Problem details: Copy the entries without a single change. Pictures should be dropped.

Records for processing:

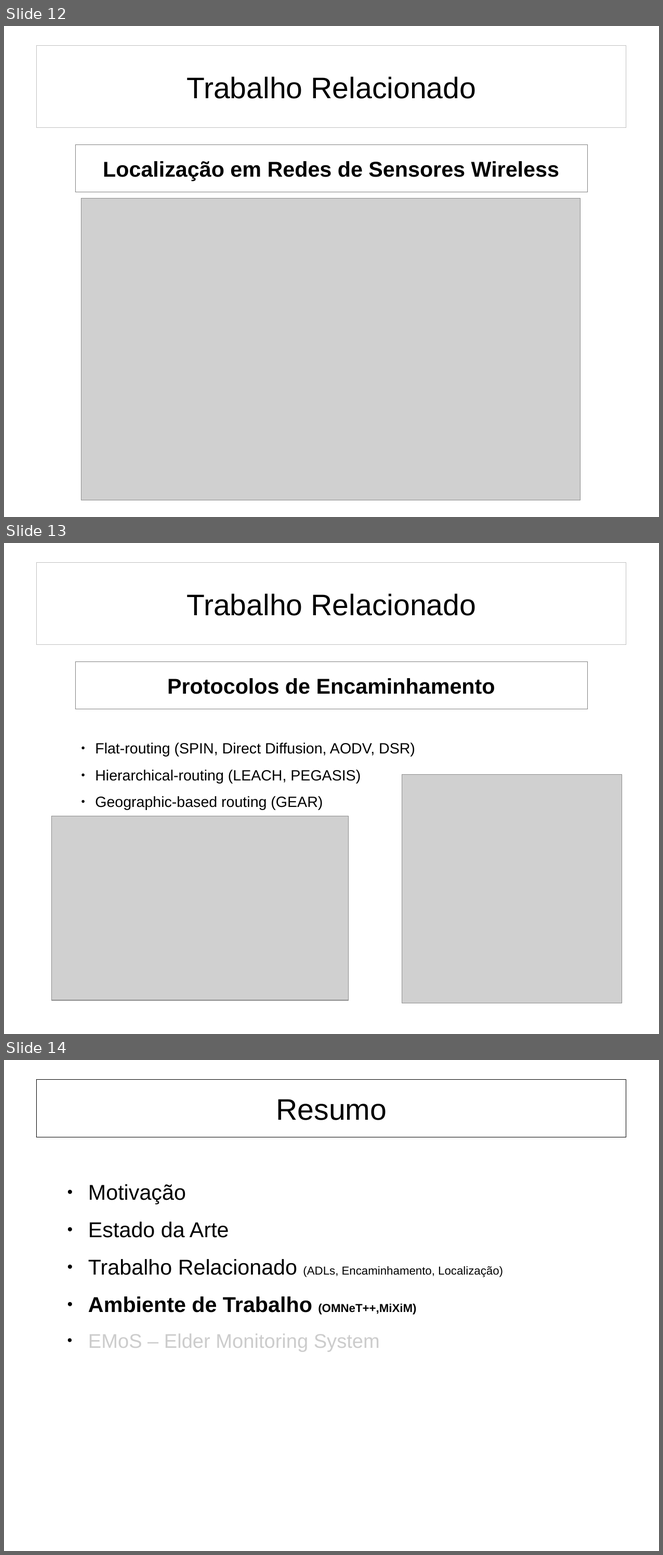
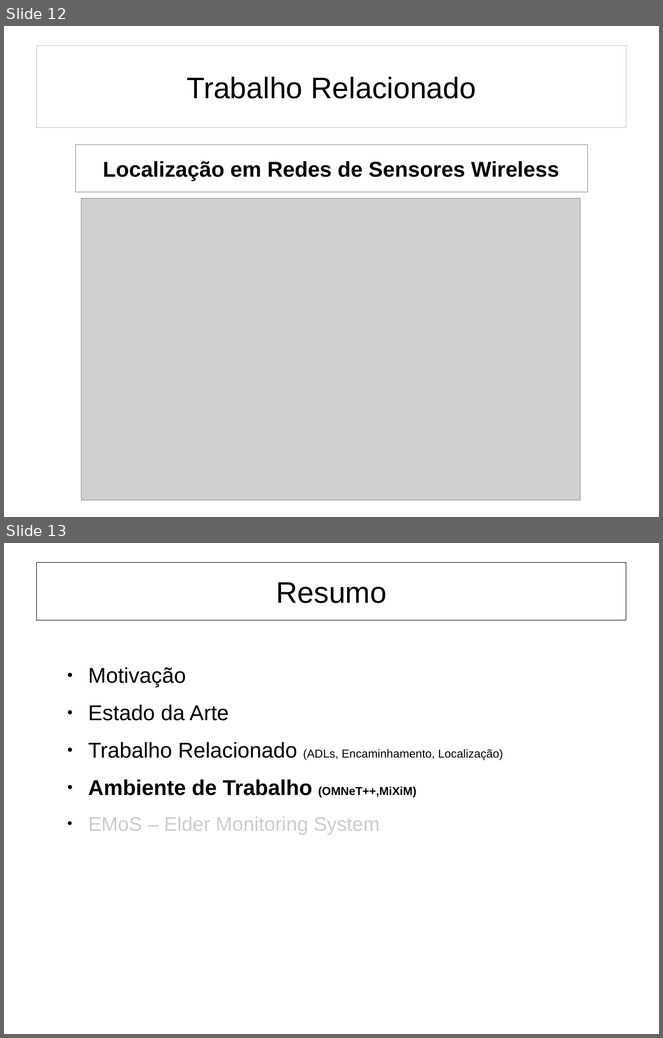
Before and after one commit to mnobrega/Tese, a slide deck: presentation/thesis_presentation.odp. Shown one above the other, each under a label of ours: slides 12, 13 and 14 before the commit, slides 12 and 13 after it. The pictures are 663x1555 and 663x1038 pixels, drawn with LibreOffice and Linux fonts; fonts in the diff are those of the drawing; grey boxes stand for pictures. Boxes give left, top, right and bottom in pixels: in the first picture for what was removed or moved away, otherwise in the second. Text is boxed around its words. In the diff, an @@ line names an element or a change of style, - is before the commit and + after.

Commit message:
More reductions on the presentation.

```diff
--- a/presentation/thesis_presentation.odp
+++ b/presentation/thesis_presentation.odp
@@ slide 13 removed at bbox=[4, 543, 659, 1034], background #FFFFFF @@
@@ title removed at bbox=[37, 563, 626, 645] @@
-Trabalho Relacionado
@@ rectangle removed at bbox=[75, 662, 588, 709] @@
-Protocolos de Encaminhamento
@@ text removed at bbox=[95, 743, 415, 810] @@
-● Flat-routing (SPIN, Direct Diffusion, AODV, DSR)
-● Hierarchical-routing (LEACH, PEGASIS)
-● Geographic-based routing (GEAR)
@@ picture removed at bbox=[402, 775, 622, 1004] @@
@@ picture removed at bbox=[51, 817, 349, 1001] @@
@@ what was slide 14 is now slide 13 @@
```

Expected answer:
Before and after one commit to mnobrega/Tese, a slide deck: presentation/thesis_presentation.odp. Shown one above the other, each under a label of ours: slides 12, 13 and 14 before the commit, slides 12 and 13 after it. The pictures are 663x1555 and 663x1038 pixels, drawn with LibreOffice and Linux fonts; fonts in the diff are those of the drawing; grey boxes stand for pictures. Boxes give left, top, right and bottom in pixels: in the first picture for what was removed or moved away, otherwise in the second. Text is boxed around its words. In the diff, an @@ line names an element or a change of style, - is before the commit and + after.

Commit message:
More reductions on the presentation.

```diff
--- a/presentation/thesis_presentation.odp
+++ b/presentation/thesis_presentation.odp
@@ slide 13 removed at bbox=[4, 543, 659, 1034], background #FFFFFF @@
@@ title removed at bbox=[37, 563, 626, 645] @@
-Trabalho Relacionado
@@ rectangle removed at bbox=[75, 662, 588, 709] @@
-Protocolos de Encaminhamento
@@ text removed at bbox=[95, 743, 415, 810] @@
-● Flat-routing (SPIN, Direct Diffusion, AODV, DSR)
-● Hierarchical-routing (LEACH, PEGASIS)
-● Geographic-based routing (GEAR)
@@ picture removed at bbox=[402, 775, 622, 1004] @@
@@ picture removed at bbox=[51, 817, 349, 1001] @@
@@ what was slide 14 is now slide 13 @@
```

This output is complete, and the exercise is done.